Home Christian News Wisconsin Lawmaker Asks for Prayers for Colleague With COVID

Wisconsin Lawmaker Asks for Prayers for Colleague With COVID

Andre Jacque
FILE - In this March 2, 2015, file photo shows Wisconsin Republican state Rep. Andre Jacques at a labor committee hearing at the State Capitol in Madison, Wis. Jacques, one of the Legislature's most conservative lawmakers and a vocal opponent of mask and vaccine mandates, tested positive for COVID-19 last week and was at the hospital on Monday, Aug. 16, 2021 with pneumonia. (Michael P. King/Wisconsin State Journal via AP, File)
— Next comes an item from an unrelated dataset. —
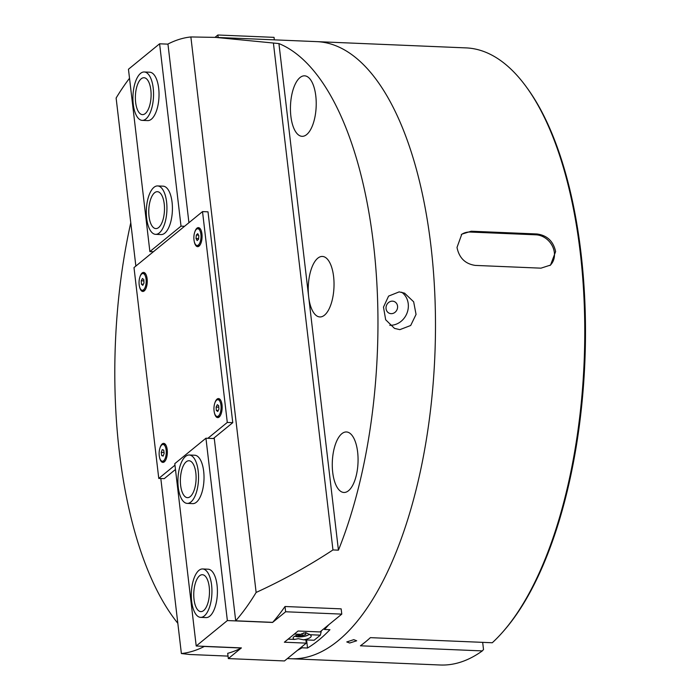 <?xml version="1.0" encoding="UTF-8"?>
<svg xmlns="http://www.w3.org/2000/svg" width="700" height="700" viewBox="0 0 700 700"><rect width="100%" height="100%" fill="white"/><g stroke="black" fill="none" stroke-linecap="round" stroke-linejoin="round"><path stroke-width="1.05" d="M209.221 586.95A18.471 7.84 -87.6 0 0 202.396 574.709A18.471 7.84 -87.6 0 0 194.023 599.375A18.471 7.84 -87.6 0 0 200.847 611.616A18.471 7.84 -87.6 0 0 209.221 586.95M191.651 601.309A24.22 10.281 -87.6 0 0 200.602 617.365A24.22 10.281 -87.6 0 0 211.584 585.016A24.22 10.281 -87.6 0 0 202.633 568.96A24.22 10.281 -87.6 0 0 191.651 601.309M217.166 416.447A8.383 3.561 -87.6 0 0 220.99 409.36A8.383 3.561 -87.6 0 0 218.82 400.041A8.383 3.561 -87.6 0 0 217.875 399.691A8.383 3.561 -87.6 0 0 214.043 406.77A8.383 3.561 -87.6 0 0 216.221 416.089A8.383 3.561 -87.6 0 0 217.166 416.447L218.785 416.517A8.383 3.561 -87.6 0 0 220.071 416.019M220.727 400.356A8.383 3.561 -87.6 0 0 220.439 400.111A8.383 3.561 -87.6 0 0 219.485 399.752L217.875 399.691M216.352 410.463L216.134 407.059L217.298 404.67L218.68 405.676L218.907 409.071L217.744 411.469L216.352 410.463L218.199 410.541M218.785 407.172L216.134 407.059M163.065 198.345A18.471 7.84 -87.6 0 0 157.395 191.686A18.471 7.84 -87.6 0 0 149.826 202.151A18.471 7.84 -87.6 0 0 150.185 221.935A18.471 7.84 -87.6 0 0 155.846 228.594A18.471 7.84 -87.6 0 0 163.424 218.129A18.471 7.84 -87.6 0 0 163.065 198.345M148.181 225.61A24.22 10.281 -87.6 0 0 155.61 234.343A24.22 10.281 -87.6 0 0 165.532 220.614A24.22 10.281 -87.6 0 0 165.069 194.67A24.22 10.281 -87.6 0 0 157.64 185.938A24.22 10.281 -87.6 0 0 147.709 199.666A24.22 10.281 -87.6 0 0 148.181 225.61M214.384 412.676A9.537 4.051 -87.6 0 0 219.634 416.588A9.537 4.051 -87.6 0 0 222.023 404.88A9.537 4.051 -87.6 0 0 220.343 399.752A9.537 4.051 -87.6 0 0 214.786 403.209M159.565 457.468A9.537 4.051 -87.6 0 0 164.815 461.379A9.537 4.051 -87.6 0 0 167.204 449.68A9.537 4.051 -87.6 0 0 165.524 444.544A9.537 4.051 -87.6 0 0 159.968 448.009M194.303 241.727A9.537 4.051 -87.6 0 0 199.553 245.639A9.537 4.051 -87.6 0 0 201.941 233.94A9.537 4.051 -87.6 0 0 200.261 228.804A9.537 4.051 -87.6 0 0 194.705 232.269M139.484 286.519A9.537 4.051 -87.6 0 0 144.734 290.439A9.537 4.051 -87.6 0 0 147.123 278.731A9.537 4.051 -87.6 0 0 145.442 273.604A9.537 4.051 -87.6 0 0 139.886 277.06M207.883 438.296L227.29 422.433L202.519 211.601L133.998 267.592L158.769 478.424L164.246 478.651L175.472 469.481M213.36 438.524L232.767 422.669L208.005 211.829L202.519 211.601M227.29 422.433L232.767 422.669M158.769 478.424L174.965 465.185M155.61 234.343L161.088 234.57A24.22 10.281 -87.6 0 0 172.069 202.221A24.22 10.281 -87.6 0 0 163.117 186.165L157.64 185.938M142.222 120.374L147.7 120.601A24.22 10.281 -87.6 0 0 158.681 88.261A24.22 10.281 -87.6 0 0 149.73 72.205L144.252 71.978A24.22 10.281 -87.6 0 0 134.321 85.697A24.22 10.281 -87.6 0 0 134.794 111.641A24.22 10.281 -87.6 0 0 142.222 120.374A24.22 10.281 -87.6 0 0 152.145 106.654A24.22 10.281 -87.6 0 0 151.681 80.71A24.22 10.281 -87.6 0 0 144.252 71.978M149.879 251.589L128.459 69.248L159.6 43.794L181.02 226.135L149.879 251.589L153.405 251.729M218.173 37.494L217.875 35L274.033 37.354L274.321 39.847M184.555 226.284L181.02 226.135M167.956 44.144L159.6 43.794M217.875 35L214.987 37.363M303.459 632.923L305.454 633.001L305.882 634.392L302.269 635.609L298.217 635.442L298.051 634.909M302.024 633.526L302.269 635.609M298.156 634.883L298.217 635.442M187.215 503.396L192.692 503.633A24.22 10.281 -87.6 0 0 203.674 471.284A24.22 10.281 -87.6 0 0 194.722 455.227L189.245 455A24.22 10.281 -87.6 0 0 178.264 487.34A24.22 10.281 -87.6 0 0 187.215 503.396A24.22 10.281 -87.6 0 0 198.196 471.056A24.22 10.281 -87.6 0 0 189.245 455M200.602 617.365L206.08 617.593A24.22 10.281 -87.6 0 0 217.061 585.253A24.22 10.281 -87.6 0 0 208.11 569.196L202.633 568.96M228.025 656.101L189.683 654.491L181.379 653.538A308.822 131.066 -87.6 0 0 204.304 646.45L241.281 648.008A308.822 131.066 92.4 0 1 227.701 653.327L228.322 658.586L284.471 660.949L306.276 643.134L284.366 642.215L298.069 631.015L319.979 631.934L341.784 614.119L285.635 611.765L285.014 606.506A308.822 131.066 92.4 0 1 272.676 622.352L235.699 620.795A308.822 131.066 -87.6 0 0 256.13 592.454L190.873 36.951A308.822 131.066 -87.6 0 0 167.947 44.039L188.93 222.705M341.784 614.119L341.162 608.86L285.014 606.506M205.94 438.217L227.36 620.559L196.21 646.004L174.79 463.662L205.94 438.217L214.287 438.567M228.322 658.586L241.404 647.903L196.21 646.004M285.635 611.765L272.554 622.449L227.36 620.559M305.9 639.905L306.276 643.134M309.829 634.716L305.743 632.59L300.746 634.34A9.083 2.905 173.3 0 0 293.151 638.129A9.083 2.905 173.3 0 0 294.516 639.424L298.27 638.697L303.599 639.809A9.083 2.905 173.3 0 0 311.194 636.011A9.083 2.905 173.3 0 0 309.829 634.716L320.355 635.163L314.125 640.246L303.599 639.809M300.746 634.34L294.332 634.069L288.102 639.161L294.516 639.424M321.379 630.788L320.355 635.163M353.789 639.651L356.694 640.78L349.676 643.011L346.771 641.944L353.789 639.651M190.873 36.951L215.574 37.389L316.846 41.633A308.822 131.066 -87.6 0 1 435.05 300.204A308.822 131.066 -87.6 0 1 338.039 640.789A308.822 131.066 -87.6 0 1 290.955 658.735A308.822 131.066 -87.6 0 0 430.981 246.348A308.822 131.066 -87.6 0 0 316.846 41.633L466.13 47.898A308.822 131.066 -87.6 0 1 525.997 86.459A308.822 131.066 -87.6 0 1 580.265 252.612A308.822 131.066 -87.6 0 1 503.125 631.584A308.822 131.066 -87.6 0 1 492.275 642.758L370.387 637.648A308.822 131.066 -87.6 0 1 360.421 645.794L482.309 650.904L483.516 649.539L482.668 642.355M287.359 658.586L440.239 665A308.822 131.066 -87.6 0 0 482.309 650.904M540.969 268.161L550.532 265.072L555.616 251.58C553.35 241.22 547.129 235.349 536.952 233.975L471.214 231.219L461.808 234.176L457.004 247.441C459.121 257.915 465.194 263.909 475.23 265.405L540.969 268.161M525.997 86.459L527.004 87.841A307.309 130.419 92.4 0 1 584.859 361.97A307.309 130.419 92.4 0 1 504.245 630.298L503.125 631.584M461.274 234.64A18.165 15.391 -129.3 0 1 470.181 232.05L535.92 234.815A18.165 15.391 -129.3 0 1 552.711 246.759A18.165 15.391 -129.3 0 1 549.964 265.51M391.108 313.661A6.361 5.679 113.5 0 0 397.364 308.683A6.361 5.679 113.5 0 0 394.345 301.586A6.361 5.679 113.5 0 0 392.507 301.158A6.361 5.679 113.5 0 0 386.251 306.136A6.361 5.679 113.5 0 0 389.27 313.241A6.361 5.679 113.5 0 0 391.108 313.661M399.858 329.648L410.69 325.491L416.054 314.422L413.656 301.805L404.574 293.16L399.166 291.882L388.588 296.1L383.486 307.108L385.674 319.76L394.502 328.396L399.858 329.648M389.769 325.264A18.165 16.231 113.5 0 0 389.812 325.273A18.165 16.231 113.5 0 0 407.19 312.62A18.165 16.231 113.5 0 0 401.642 292.206M315.787 95.9A30.275 12.845 -87.6 0 0 304.605 75.828A30.275 12.845 -87.6 0 0 290.876 116.261A30.275 12.845 -87.6 0 0 302.059 136.325A30.275 12.845 -87.6 0 0 315.787 95.9M357.63 452.034A30.275 12.845 -87.6 0 0 346.439 431.961A30.275 12.845 -87.6 0 0 332.71 472.395A30.275 12.845 -87.6 0 0 343.901 492.468A30.275 12.845 -87.6 0 0 357.63 452.034M215.574 37.389L278.924 43.575L308.674 296.87A30.275 12.845 92.4 0 1 322.402 256.445A30.275 12.845 92.4 0 1 333.594 276.509A30.275 12.845 92.4 0 1 319.865 316.942A30.275 12.845 92.4 0 1 308.674 296.87L338.433 550.165L332.955 549.938C308.805 565.863 283.194 580.038 256.13 592.454M297.43 650.361A308.822 131.066 -87.6 0 0 302.041 647.789L307.519 648.016A308.822 131.066 -87.6 0 0 318.868 639.984A308.822 131.066 -87.6 0 0 329.945 629.694L324.467 629.466A308.822 131.066 -87.6 0 0 328.825 624.706M130.769 222.749A308.822 131.066 -87.6 0 0 177.817 623.28M129.518 78.269A308.822 131.066 -87.6 0 0 116.121 98.035L135.861 266.07M278.924 43.575A308.822 131.066 92.4 0 1 373.459 243.932A308.822 131.066 92.4 0 1 338.433 550.165M235.699 620.795L214.2 437.832M181.379 653.538L160.816 478.511M324.345 628.372L324.467 629.466M306.574 639.931L307.519 648.016M301.919 646.695L302.041 647.789M273.446 43.347L332.955 549.938M145.827 274.199A8.383 3.561 -87.6 0 0 144.585 273.604L142.966 273.534A8.383 3.561 -87.6 0 0 140.508 275.581A8.383 3.561 -87.6 0 0 139.169 284.769A8.383 3.561 -87.6 0 0 142.266 290.29A8.383 3.561 -87.6 0 0 144.734 288.243A8.383 3.561 -87.6 0 0 146.064 279.055A8.383 3.561 -87.6 0 0 142.966 273.534M142.782 285.346L141.418 284.2L141.251 280.77L142.459 278.486L143.824 279.624L143.981 283.054L142.782 285.346M142.266 290.29L143.885 290.36A8.383 3.561 -87.6 0 0 145.171 289.87M143.343 284.279L141.418 284.2M143.876 280.884L141.251 280.77M200.646 229.407A8.383 3.561 -87.6 0 0 199.404 228.812L197.794 228.743A8.383 3.561 -87.6 0 0 196.28 229.434A8.383 3.561 -87.6 0 0 193.891 238.752A8.383 3.561 -87.6 0 0 197.085 245.499A8.383 3.561 -87.6 0 0 198.59 244.807A8.383 3.561 -87.6 0 0 200.987 235.489A8.383 3.561 -87.6 0 0 197.794 228.743M197.146 240.59L196.026 238.516L196.315 235.043L197.724 233.651L198.844 235.734L198.564 239.199L197.146 240.59M197.085 245.499L198.704 245.569A8.383 3.561 -87.6 0 0 199.99 245.079M198.607 238.621L196.026 238.516M198.529 235.13L196.315 235.043M195.834 472.99A18.471 7.84 -87.6 0 0 189.009 460.749A18.471 7.84 -87.6 0 0 180.635 485.406A18.471 7.84 -87.6 0 0 187.46 497.656A18.471 7.84 -87.6 0 0 195.834 472.99M162.347 461.239A8.383 3.561 -87.6 0 0 166.232 453.495A8.383 3.561 -87.6 0 0 163.468 444.553A8.383 3.561 -87.6 0 0 163.056 444.483A8.383 3.561 -87.6 0 0 159.171 452.218A8.383 3.561 -87.6 0 0 161.936 461.16A8.383 3.561 -87.6 0 0 162.347 461.239L163.966 461.309A8.383 3.561 -87.6 0 0 165.252 460.819M165.909 445.148A8.383 3.561 -87.6 0 0 165.086 444.623A8.383 3.561 -87.6 0 0 164.666 444.544L163.056 444.483M161.7 455.621L161.245 452.384L162.251 449.627L163.704 450.1L164.159 453.329L163.153 456.094L161.7 455.621L163.301 455.691M164.036 452.506L161.245 452.384M149.678 84.376A18.471 7.84 -87.6 0 0 144.008 77.726A18.471 7.84 -87.6 0 0 136.439 88.191A18.471 7.84 -87.6 0 0 136.798 107.975A18.471 7.84 -87.6 0 0 142.459 114.625A18.471 7.84 -87.6 0 0 150.036 104.16A18.471 7.84 -87.6 0 0 149.678 84.376M294.884 636.116A7.875 2.52 173.3 0 0 298.602 636.869A7.875 2.52 173.3 0 0 309.33 634.165M470.181 232.05L471.214 231.219M535.92 234.815L536.952 233.975M309.418 634.253L307.387 635.469L302.172 636.746L294.787 636.169"/></g></svg>

MADISON, Wis. (AP) — The office of a Wisconsin lawmaker who has been an outspoken critic of vaccine and mask mandates declined to update his condition on Tuesday, even as a fellow legislator asked for prayers, saying the state senator was hospitalized with COVID-19-induced pneumonia.

Wisconsin state Sen. Andre Jacque was hospitalized on Aug. 16 after he tested positive for COVID-19. Jacque, a Republican from De Pere, is one of the Legislature’s most conservative members and a vocal opponent of mask and vaccine mandates.

His spokesman, Matt Tompach, stopped providing updates on his condition last Wednesday. On Friday night, state Rep. Shae Sortwell asked his Facebook followers to pray for Jacque.

“He is in serious need of your prayers tonight,” Sortwell said. “He is in the hospital with Covid induced pneumonia.”

Tompach on Tuesday again declined to provide any update on Jacque’s condition. The last update, provided a week ago, said Jacque was “tired but in good spirits.”

Jacque, 40, said on Aug. 16 that he was at the hospital with pneumonia but he was “largely asymptomatic with the exception of fatigue.”

Jacque’s office has not answered questions about whether he was vaccinated.

Jacque has been outspoken against COVID-19 vaccine mandates, including sponsoring vetoed bills that would have prevented government officials or business owners from requiring proof of vaccination. He, like other Republicans, opposed the statewide mask mandate that the Wisconsin Supreme Court struck down in March.